Trust, in plain language

What we can see, where your data lives, and who we work with. Everything here is summarized from our public security and privacy pages, and links to the detail.

What Privatt can and cannot see

It depends on the mode you choose, so here is the honest boundary for each.

Vault: customer-held key modes

In Your devices only and Two-key vault modes, we cannot see the contents of your files, your passphrase, or your recovery key. Files are encrypted on your device, and we store only ciphertext.

We do see the operational basics: your account email and plan, how much you store, when files change, and which storage backend you connect. If you lose both your passphrase and your recovery key in Your devices only mode, no one can restore your data, including us.

Vault: Managed by Privatt mode

This mode is a deliberate trade-off you choose knowingly: Privatt holds the key so you can sign in anywhere with nothing extra to remember, and so we can scan files for malware.

Because we hold the key, files in this mode are briefly handled as readable data on our servers. It is not zero-knowledge, and the product says so before you turn it on. In exchange, losing your password does not mean losing your files.

Secure Send

Messages are encrypted in your browser and decrypted only in the recipient's browser, in every account mode. The passphrase never reaches Privatt, so we cannot read a message or recover one for you.

We see that a message exists, when it was created and when it expires, how many times it has been successfully unlocked (attempts with a wrong or missing passphrase are not counted as views), and, if you ask us to email the link for you, the recipient's address while the message is live.

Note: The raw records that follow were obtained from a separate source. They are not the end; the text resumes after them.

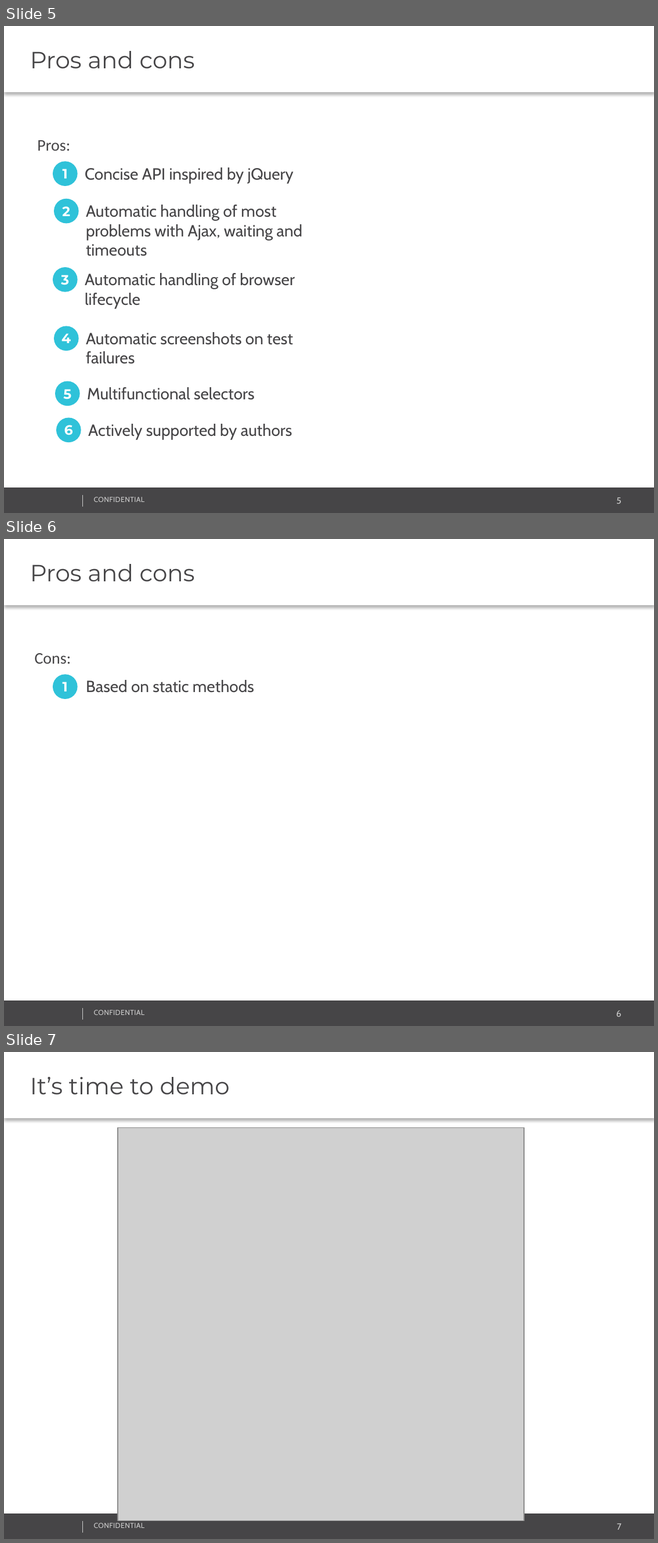
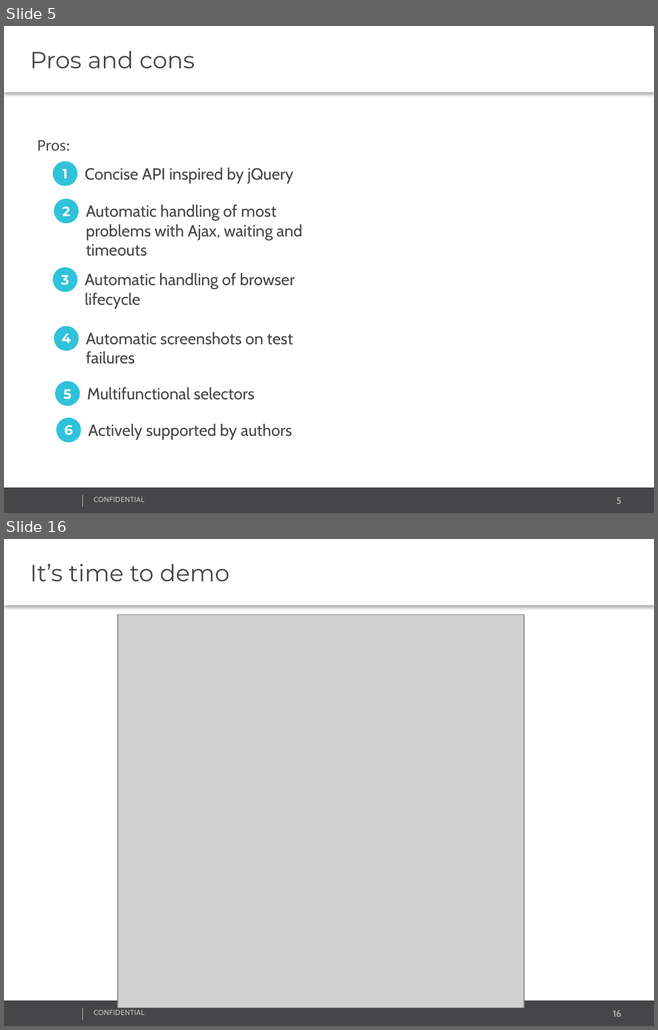
Before and after one commit to RamanPatsiayuk/Selenide, a slide deck: Selenide.pptx. Shown one above the other, each under a label of ours: slides 5, 6 and 7 before the commit, slides 5 and 16 after it; the slides between them are not shown. The pictures are 658x1543 and 658x1030 pixels, drawn with LibreOffice and Linux fonts; fonts in the diff are those of the drawing; grey boxes stand for pictures; background and template pictures are left out. Boxes give left, top, right and bottom in pixels: in the first picture for what was removed or moved away, otherwise in the second. Text is boxed around its words. In the diff, an @@ line names an element or a change of style, - is before the commit and + after.

```diff
--- a/Selenide.pptx
+++ b/Selenide.pptx
@@ slide 6 removed at box(4, 539, 654, 1026), background #FFFFFF; not listed: 4 template elements that a slide beside it also shows @@
@@ text removed at box(4, 539, 654, 605) @@
-Pros and cons
@@ text removed at box(35, 653, 71, 664) @@
-Cons:
@@ ellipse removed at box(53, 674, 78, 699) @@
@@ text removed at box(63, 682, 68, 692) @@
-1
@@ text removed at box(86, 680, 254, 693) @@
-Based on static methods
@@ what was slide 7 is now slide 16 @@
@@ page number at box(612, 1011, 621, 1017): text changed @@
-7
+16
```
Also in this commit, not shown: 10 slides added.

The full architecture, algorithms, and mode-by-mode breakdown live on the security page

Jurisdiction and Law 25

Privatt Inc. is based in Quebec, Canada, and operates under the laws of Quebec and Canada, including Quebec's private-sector privacy law as amended by Law 25 and, where it applies, PIPEDA.

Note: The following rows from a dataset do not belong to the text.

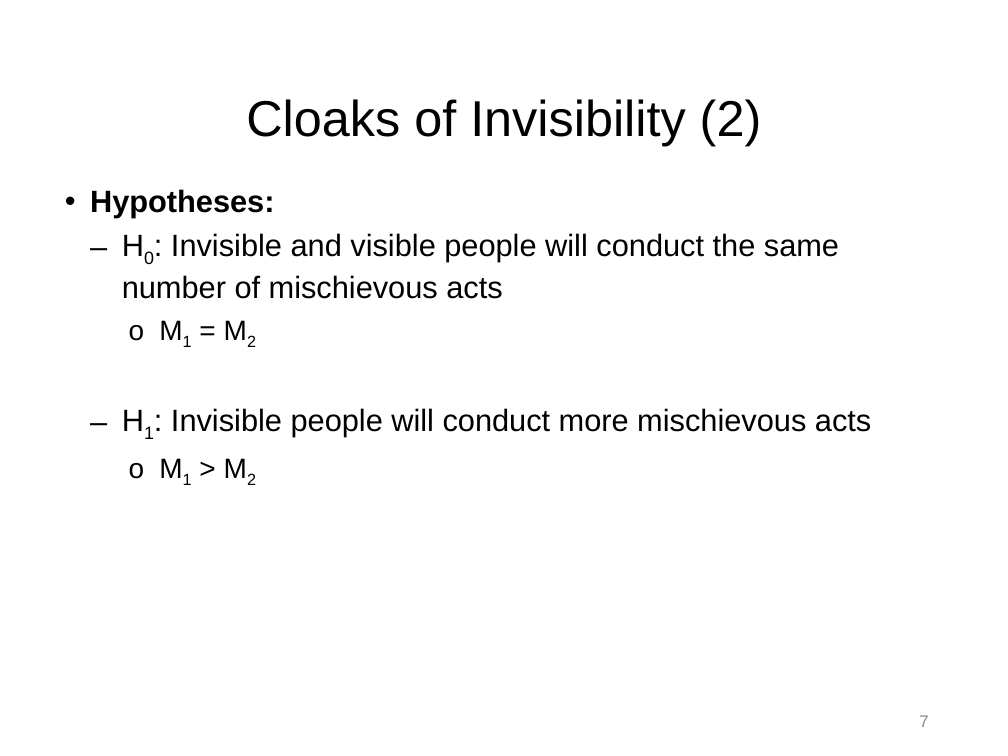
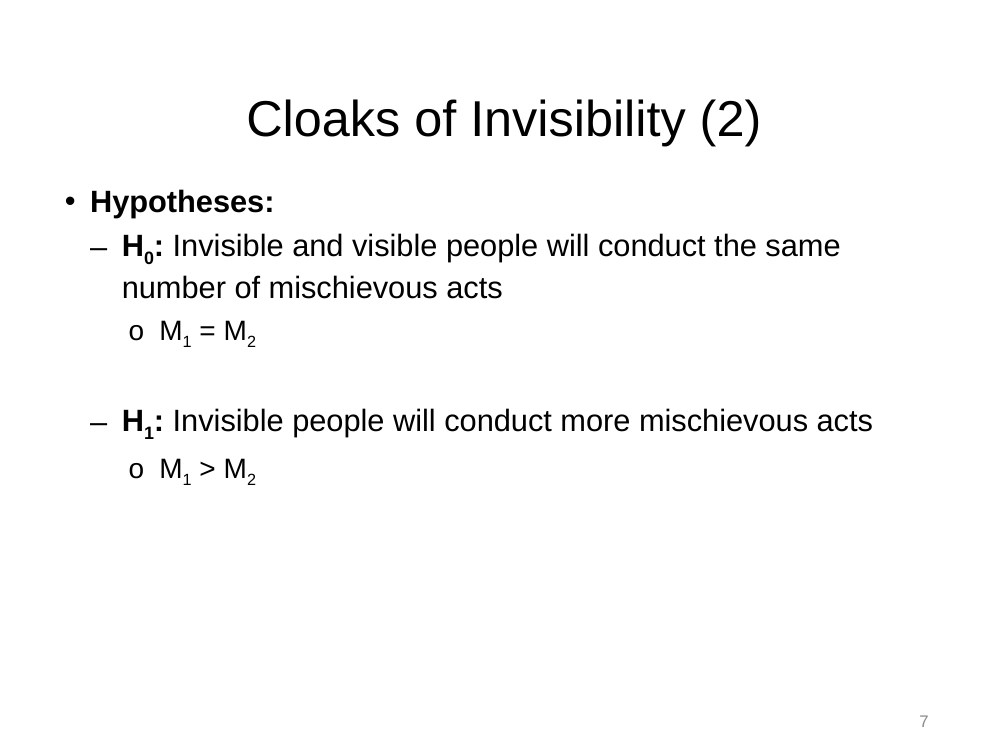
Before and after one commit to npm27/Teaching-Materials, a slide deck: slide 7 of Stats/Slides/4.1 Chapter 10 slides (Part 1 Independent t-test).pptx. Drawn at 1008x756 pixels with LibreOffice and Linux fonts; fonts in the diff are those of the drawing. Boxes give left, top, right and bottom in pixels: in the first picture for what was removed or moved away, otherwise in the second. Text is boxed around its words. In the diff, an @@ line names an element or a change of style, - is before the commit and + after.

```diff
--- a/Stats/Slides/4.1 Chapter 10 slides (Part 1 Independent t-test).pptx
+++ b/Stats/Slides/4.1 Chapter 10 slides (Part 1 Independent t-test).pptx
@@ text at <box>122,233,873,437</box>: bold on in "H0:", "H1:" @@
```
Also in this commit, not shown: 6 other slides changed, 2 slides added, 6 other files.

We treat Law 25 as an operating commitment: we have designated a person in charge of the protection of personal information, we minimize what we collect, and we document how personal information is handled. That is how we run the company; it is not a certification, a legal opinion, or an endorsement by any regulator.

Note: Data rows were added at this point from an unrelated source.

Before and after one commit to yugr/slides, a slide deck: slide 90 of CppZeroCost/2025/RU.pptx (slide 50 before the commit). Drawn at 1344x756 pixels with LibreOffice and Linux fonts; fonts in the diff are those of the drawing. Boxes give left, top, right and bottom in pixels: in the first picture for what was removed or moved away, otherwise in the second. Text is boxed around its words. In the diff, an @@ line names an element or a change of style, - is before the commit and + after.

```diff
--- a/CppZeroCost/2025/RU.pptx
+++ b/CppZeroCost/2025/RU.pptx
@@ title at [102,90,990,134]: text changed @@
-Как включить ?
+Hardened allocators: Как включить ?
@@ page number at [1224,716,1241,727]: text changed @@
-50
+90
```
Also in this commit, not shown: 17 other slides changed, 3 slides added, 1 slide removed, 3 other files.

You can reach the person in charge of the protection of personal information at privacy@privatt.com. The canonical description of our data handling is the privacy policy.

Where your data lives

The services involved in running Privatt, and what each one handles.

Privatt-hosted application and storage
The application, its database, and files stored on Privatt-hosted storage run on OVHcloud infrastructure in the BHS (Beauharnois) data center located in Quebec, Canada.
Stripe (payments)
Subscription payments are processed by Stripe, Inc. in the United States. Your card number goes directly to Stripe; Privatt does not collect or store it. We keep only limited billing records, such as invoice history and a Stripe customer reference.
SendGrid / Twilio (transactional email)
Account and security notifications are delivered through SendGrid (Twilio Inc.) in the United States. The data involved is limited to what the email itself needs, such as your address and the notification content.
Your own Google Drive or OneDrive (optional)
If you connect them, your encrypted vault files are stored in your own account with those providers, wherever they keep it: residency follows your provider and your account. Privatt's access is limited to the folders our app is permitted to use.

This is a summary. The complete description of processing purposes, transfers, and retention is in the privacy policy.

How we check our own work

Privatt's application code goes through recurring internal engineering security reviews. The most recent full review (July 2026) combined automated scanning (static analysis and dependency audits) with a manual, OWASP-aligned review of the security-sensitive paths: authentication, authorization, payments and webhooks, file handling, and encryption boundaries.

At the reviewed revision, automated scans were clean and the manual review found no critical or high-severity issues. Findings from these reviews are tracked and fixed as part of normal engineering work.

To be clear about what this is and is not: these are internal engineering reviews of our own code. They are not a penetration test, not a certification, and not a third-party audit, and they describe the revision reviewed, not every future change.